Since then , it has been soaked, dropped from 15ft onto a pavement and accompanied me into some very dicey inner-city areas in the UK.

Yet apart from a few chips on the head and having to replace the NiCad pack about a couple of years ago it has been FAULTLESS. Even the finish apart from the chips on the head (after that drop) and some scratches on the rear cap (after it had been put next to a bunch of keys in my pocket), is FLAWLESS.

And yes it isn't as technically as good as some alternatives. It doesn't have a Li-Polymer battery for example and the beam isn't as bright or as round as the equivalent Surefire etc but ultimately does that really matter? 

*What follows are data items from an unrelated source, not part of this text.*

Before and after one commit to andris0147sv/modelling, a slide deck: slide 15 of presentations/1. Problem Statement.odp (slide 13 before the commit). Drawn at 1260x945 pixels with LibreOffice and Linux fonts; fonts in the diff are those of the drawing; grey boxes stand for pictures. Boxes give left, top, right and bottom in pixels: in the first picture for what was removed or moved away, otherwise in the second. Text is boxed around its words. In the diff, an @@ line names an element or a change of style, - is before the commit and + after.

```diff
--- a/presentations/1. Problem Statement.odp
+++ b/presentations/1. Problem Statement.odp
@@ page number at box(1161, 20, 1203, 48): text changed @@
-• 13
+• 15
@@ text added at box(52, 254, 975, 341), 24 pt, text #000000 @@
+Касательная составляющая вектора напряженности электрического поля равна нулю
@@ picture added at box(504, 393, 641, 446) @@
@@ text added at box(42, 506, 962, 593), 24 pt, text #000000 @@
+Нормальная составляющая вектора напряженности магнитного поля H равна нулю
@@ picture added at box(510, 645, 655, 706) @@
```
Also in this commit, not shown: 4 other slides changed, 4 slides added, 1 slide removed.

Competitors may be "better" in some areas but they are also considerably more expensive both in terms of initial cost and running cost. Those perfectly round blue-white "searchlight" beams are great when shone on a wall but what about the cost of the non-rechargeable Lithium DL123A batteries?

I'm so pleased that I've just acquired the latest Version 3 Maglite MagCharger
(NOT on the Maglite website...!!!). It is a evolution of the original, with a higher capacity NiMH battery, a newly designed AC Adaptor and a brighter bulb.

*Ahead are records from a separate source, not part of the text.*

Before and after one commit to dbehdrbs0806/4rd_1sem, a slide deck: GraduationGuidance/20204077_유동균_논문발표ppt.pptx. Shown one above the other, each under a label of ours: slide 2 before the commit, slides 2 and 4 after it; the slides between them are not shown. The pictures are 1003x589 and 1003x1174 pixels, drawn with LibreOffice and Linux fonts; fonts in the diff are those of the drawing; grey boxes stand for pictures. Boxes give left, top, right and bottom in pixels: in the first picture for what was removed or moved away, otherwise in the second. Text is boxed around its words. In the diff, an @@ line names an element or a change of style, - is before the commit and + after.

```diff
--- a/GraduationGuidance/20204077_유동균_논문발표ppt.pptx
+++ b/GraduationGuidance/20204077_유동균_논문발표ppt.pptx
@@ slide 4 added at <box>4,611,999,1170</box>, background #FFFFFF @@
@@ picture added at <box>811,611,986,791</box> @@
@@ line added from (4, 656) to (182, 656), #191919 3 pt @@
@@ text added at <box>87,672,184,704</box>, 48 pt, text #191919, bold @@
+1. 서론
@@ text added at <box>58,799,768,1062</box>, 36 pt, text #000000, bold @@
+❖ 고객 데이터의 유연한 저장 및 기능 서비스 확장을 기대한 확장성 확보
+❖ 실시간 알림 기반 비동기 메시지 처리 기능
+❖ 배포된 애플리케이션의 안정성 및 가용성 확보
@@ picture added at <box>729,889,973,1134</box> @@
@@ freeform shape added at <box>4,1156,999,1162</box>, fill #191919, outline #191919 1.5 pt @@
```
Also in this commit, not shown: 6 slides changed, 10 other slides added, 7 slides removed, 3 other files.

Early indications is that it's even better than expected and I sure I'll be delighted with this if it's as good as the old one I've just sold.

So yes IMHO the Magcharger is still the most cost-effective solution for my needs and for many others as well.


----------



## peterkin101 (Oct 14, 2009)

lctorana said:


> In a heartbeat, if I could ever afford one.



Via the web and eBay, they have never been cheaper.

I'm not necessarily suggesting you forsake your dealer for the web but as an example, I paid £120 for my original Version 1 back in 1993 and just under £70 BRAND NEW for the latest Versiion 3 via an eBay dealer earlier this month

As I've stated the Magcharger is still the most cost-effective solution for my needs and with the exception of a rumoured LED Version, I cannot forsee me ever wanting to change.


----------



## Howecollc (Oct 14, 2009)

What all is different about the Version 3? 

So it's got an NiMH battery pack instead of the traditional ni-cad? What capacity is listed on the pack?

Is the bulb listed as 51,700 candlepower and 8.4 watts?


----------



## peterkin101 (Oct 14, 2009)

Howecollc said:


> What all is different about the Version 3?
> 
> So it's got an NiMH battery pack instead of the traditional ni-cad? What capacity is listed on the pack?
> 
> Is the bulb listed as 51.700 candlepower and 8.4 watts?



Capacity of the NiMH pack is 6v at 3.5aH

The AC Adaptor is dedicated to the NiMH pack from what I can see, not suitable for the older NiCad packs and vice versua.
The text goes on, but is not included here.